Espy-Wilson also notes that the app can only work if patients are willing to use it. “Hopefully,” she says, “they would be motivated to do that because they don’t want to get into a depressed or psychotic state.”
Birdsong and percolating coffee
Meanwhile, Arezoo Talebzadeh, an architect and soundscape researcher at Ghent University, Belgium, is looking to use machine learning and acoustic software to make life easier for dementia patients. People suffering from dementia can easily become disoriented; confused not only about where they are, but even about such minor things as the time of day.
One way to help them, Talebzadeh says, is with sounds that can help anchor them to a time schedule: morning, noon, afternoon, evening, night. “Sound can help people feel safe, improve their mood, and make them feel comfortable,” she says.
To assist with this, she is using an app that plays through in-room sound systems to create personalised soundscapes for patients living with dementia.
The app uses natural environmental sounds, ranging from the song of birds or a boiling teakettle at dawn, to midday sounds such as children playing in a park. All of them are the noises of everyday activities, played very quietly in the background. Talebzadeh says: “So people don’t really realise there is something playing.”

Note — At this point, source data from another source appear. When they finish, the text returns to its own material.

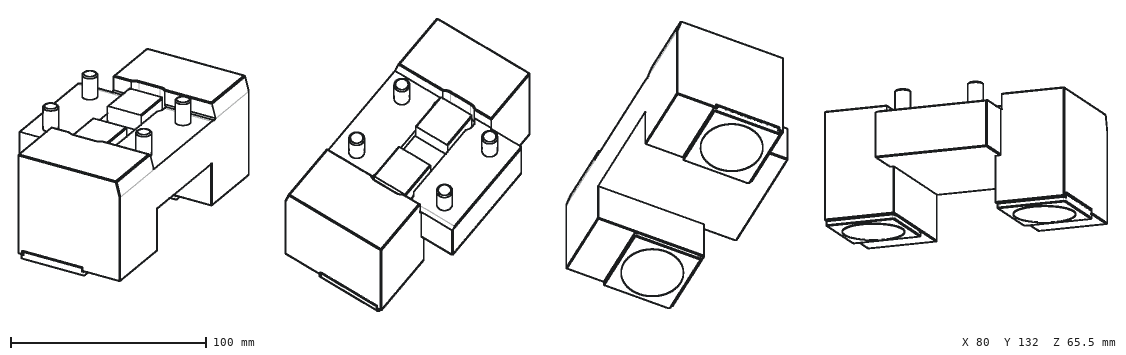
import cadquery as cq
import math

length_x = 80.0
length_y = 132.0
height = 65.5
edge_break = 0.46
centre_x = length_x / 2

base_top = 52.4
base_bottom = 27.9
base_y_min = -31.2
base_y_max = 30.5
base_chamfer = 0.5

block_x_min = 19.5
block_bottom = 3.0
block_top = 60.7
block_top_chamfer = 0.5
block_inner_y = 27.7
step_y = 31.5
slant_angle = 15.0
slant_run = (block_top - base_top) * math.tan(math.radians(slant_angle))

valley_start_y = 28.0
valley_drop = 0.7

channel_width = 20.9
channel_floor = 47.9
pocket_width = 24.0
pocket_end_y = 32.9
pocket_radius = 5.8

slider_width = 20.0
slider_inner_y = 7.5
slider_outer_y = 29.6
slider_top = 57.3

pin_diameter = 8.0
pin_chamfer = 0.8
pin_spacing_x = 55.0
pin_spacing_y = 40.0
pin_first_x = 12.4

disc_diameter = 32.0
disc_thickness = 0.4
lip_top = 2.8
foot_x_min = 21.1
foot_x_max = 58.9
foot_inner_y = 28.2
foot_outer_y = 65.9
foot_corner_radius = 0.99
neck_inset = 1.6
neck_top = 4.8
slot_bevel = 0.8


def box_between(x_range, y_range, z_range):
    """Box spanning the given (low, high) pairs."""
    lows, highs = zip(x_range, y_range, z_range)
    sizes = [high - low for low, high in zip(lows, highs)]
    return cq.Workplane("XY").box(*sizes, centered=False).translate(lows)


def make_base():
    base = box_between((0, length_x), (base_y_min, base_y_max), (base_bottom, base_top))
    return base.edges("<X or (<Z and |X)").chamfer(base_chamfer)


def make_channel():
    """Channel down to its floor, open at the top, with a wide rounded pocket at each end."""
    depth = block_top - channel_floor
    floor = cq.Workplane("XY", origin=(centre_x, 0, channel_floor))
    lobe_x = pocket_width / 2 - pocket_radius
    lobe_y = pocket_end_y - pocket_radius
    channel = floor.rect(channel_width, 2 * lobe_y).extrude(depth)
    lobes = floor.rect(2 * lobe_x, 2 * lobe_y, forConstruction=True).vertices()
    channel = channel.union(lobes.circle(pocket_radius).extrude(depth))
    return channel.union(floor.rect(2 * lobe_x, 2 * pocket_end_y).extrude(depth))


def make_block(channel):
    """Block at the +Y end, stepped back above the base."""
    outline = [
        (block_x_min, block_bottom),
        (length_x, block_bottom),
        (length_x, base_top),
        (length_x - slant_run, block_top),
        (block_x_min, block_top),
    ]
    outer_y = length_y / 2
    block = cq.Workplane("XZ", origin=(0, outer_y, 0)).polyline(outline).close()
    block = block.extrude(outer_y - block_inner_y)
    lower_edges = block.faces("<Z or <Y or >Y").edges("not >Z")
    block = lower_edges.chamfer(edge_break)
    step = box_between((0, length_x), (0, step_y), (base_top, block_top))
    block = block.cut(step).cut(channel)
    return block.faces(">Z").edges().chamfer(block_top_chamfer)


def make_foot():
    """Foot pad under the +Y block: contact disc, lip and neck."""
    y_range = (foot_inner_y, foot_outer_y)
    neck_x_range = (foot_x_min + neck_inset, foot_x_max - neck_inset)
    lip = box_between((foot_x_min, foot_x_max), y_range, (disc_thickness, lip_top))
    lip = lip.edges("|Z").fillet(foot_corner_radius).faces("<Z").edges().chamfer(edge_break)
    neck = box_between(neck_x_range, y_range, (lip_top, neck_top))
    disc_centre = ((foot_x_min + foot_x_max) / 2, sum(y_range) / 2, 0)
    disc = cq.Workplane("XY", origin=disc_centre).circle(disc_diameter / 2).extrude(disc_thickness)
    return lip.union(neck).union(disc)


def make_slot_bevel():
    """Flared mouth of the foot slot, widening evenly towards the +Y face."""
    neck_width = foot_x_max - foot_x_min - 2 * neck_inset
    bevel_start = ((foot_x_min + foot_x_max) / 2, length_y / 2 - slot_bevel, block_bottom)
    mouth = cq.Workplane("XZ", origin=bevel_start).rect(neck_width, 2 * (neck_top - block_bottom))
    return mouth.extrude(-slot_bevel, taper=-45)


def make_slider():
    """Slider at the +Y end of the channel."""
    x_range = (centre_x - slider_width / 2, centre_x + slider_width / 2)
    slider = box_between(x_range, (slider_inner_y, slider_outer_y), (channel_floor, slider_top))
    return slider.edges("(>Z and |Y) or (>Y and |Z)").chamfer(edge_break)


def make_pins():
    centre = (pin_first_x + pin_spacing_x / 2, 0, base_top)
    pins = cq.Workplane("XY", origin=centre).rect(pin_spacing_x, pin_spacing_y, forConstruction=True)
    pins = pins.vertices().circle(pin_diameter / 2).extrude(height - base_top)
    return pins.faces(">Z").edges().chamfer(pin_chamfer)


def make_valley():
    """Shallow V running along X where the base meets the +Y block."""
    outline = [
        (valley_start_y, base_top),
        (base_y_max, base_top - valley_drop),
        (step_y, base_top),
    ]
    return cq.Workplane("YZ").polyline(outline).close().extrude(length_x)


def both_ends(body):
    """Body at the +Y end together with its mirror image at the -Y end."""
    return body.union(body.mirror("XZ"))


channel = make_channel()
end_body = make_block(channel).cut(make_slot_bevel()).union(make_foot())

result = make_base().union(both_ends(end_body))
result = result.cut(make_valley()).cut(channel)
result = result.union(both_ends(make_slider())).union(make_pins())

The goal is to trigger memories that can help anchor patients in their daily cycles. “Different sounds bring different memories, especially for people with cognitive difficulties,” Talebzadeh says.

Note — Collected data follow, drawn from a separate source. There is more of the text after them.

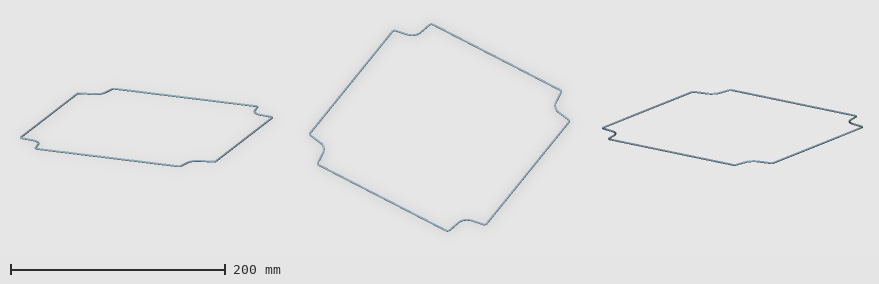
import cadquery as cq
import math

overall_size = 197.3
cord_diameter = 1.8
notch_vertex = 76.4
flank_angle = 10.0
notch_radius = 11.2
tip_radius = 2.8

side_offset = (overall_size - cord_diameter) / 2
flank_depth = side_offset - notch_vertex
tip_vertex = notch_vertex - flank_depth * math.tan(math.radians(flank_angle))


def rotate_quarters(point, quarters):
    """Turn a point about the ring centre by a number of counterclockwise right angles."""
    x, y = point
    for _ in range(quarters):
        x, y = -y, x
    return x, y


def rounded_path(corners):
    """Closed wire through (point, radius) corners, each corner rounded by a tangent arc."""
    arcs = []
    count = len(corners)
    for index, (point, radius) in enumerate(corners):
        vertex = cq.Vector(*point)
        to_previous = (cq.Vector(*corners[index - 1][0]) - vertex).normalized()
        to_next = (cq.Vector(*corners[(index + 1) % count][0]) - vertex).normalized()
        half_angle = to_previous.getAngle(to_next) / 2
        tangent_length = radius / math.tan(half_angle)
        vertex_to_arc = radius / math.sin(half_angle) - radius
        bisector = (to_previous + to_next).normalized()
        start = vertex + to_previous * tangent_length
        middle = vertex + bisector * vertex_to_arc
        end = vertex + to_next * tangent_length
        arcs.append((start, middle, end))
    edges = []
    for index, (start, middle, end) in enumerate(arcs):
        edges.append(cq.Edge.makeLine(arcs[index - 1][2], start))
        edges.append(cq.Edge.makeThreePointArc(start, middle, end))
    return cq.Wire.assembleEdges(edges)


notch_corners = [
    ((side_offset, tip_vertex), tip_radius),
    ((notch_vertex, notch_vertex), notch_radius),
    ((tip_vertex, side_offset), tip_radius),
]

ring_corners = [
    (rotate_quarters(point, quarters), radius)
    for quarters in range(4)
    for point, radius in notch_corners
]
centreline = rounded_path(ring_corners)

section_plane = cq.Plane(origin=centreline.startPoint(), xDir=(0, 0, 1), normal=(0, 1, 0))
result = (
    cq.Workplane(section_plane)
    .circle(cord_diameter / 2)
    .sweep(cq.Workplane(obj=centreline))
)

In hospital trials in a rehabilitation institute in Toronto, Canada, she reports that two-thirds of patients showed lowered stress, as monitored by their nurses or other caregivers, who provided the feedback needed for the app to refine its choice of daily sounds. “These caregivers understand the patients and what’s going on,” she says.
“Different sounds bring different memories, especially for people with cognitive difficulties.”
Additional feedback in her tests came from wristbands worn by the patients, which monitored such factors as the patients’ heart rates and sleep quality, the latter of which, Talebzadeh says, is very important for people with dementia, “especially in the later stages”.
If a nurse or caregiver feels a patient isn’t responding well to a sound, she says, the nurse provides that feedback to the app: “If a sound doesn’t get a good rating, that sound is removed and doesn’t play again.”
The patient’s family may also be able to provide important cues to the type of sounds any given patient might remember from childhood. “We have a questionnaire we ask family members or caregivers [to answer],” she says. “We ask about culture, background, life growing up. Did they have a cat? Did they live in the city or the countryside?” In the library of possible sounds, she says, “we even have a church bell”.
An unexpected benefit, she says, is that the system seems to help not only the patient, but also the caregiver. “We want to evaluate that,” she says.
Social worker Posluszny applauds the idea: “It would be particularly helpful in dementia-care facilities, where the institutional environment is the same sterile sounds, 24 hours a day.”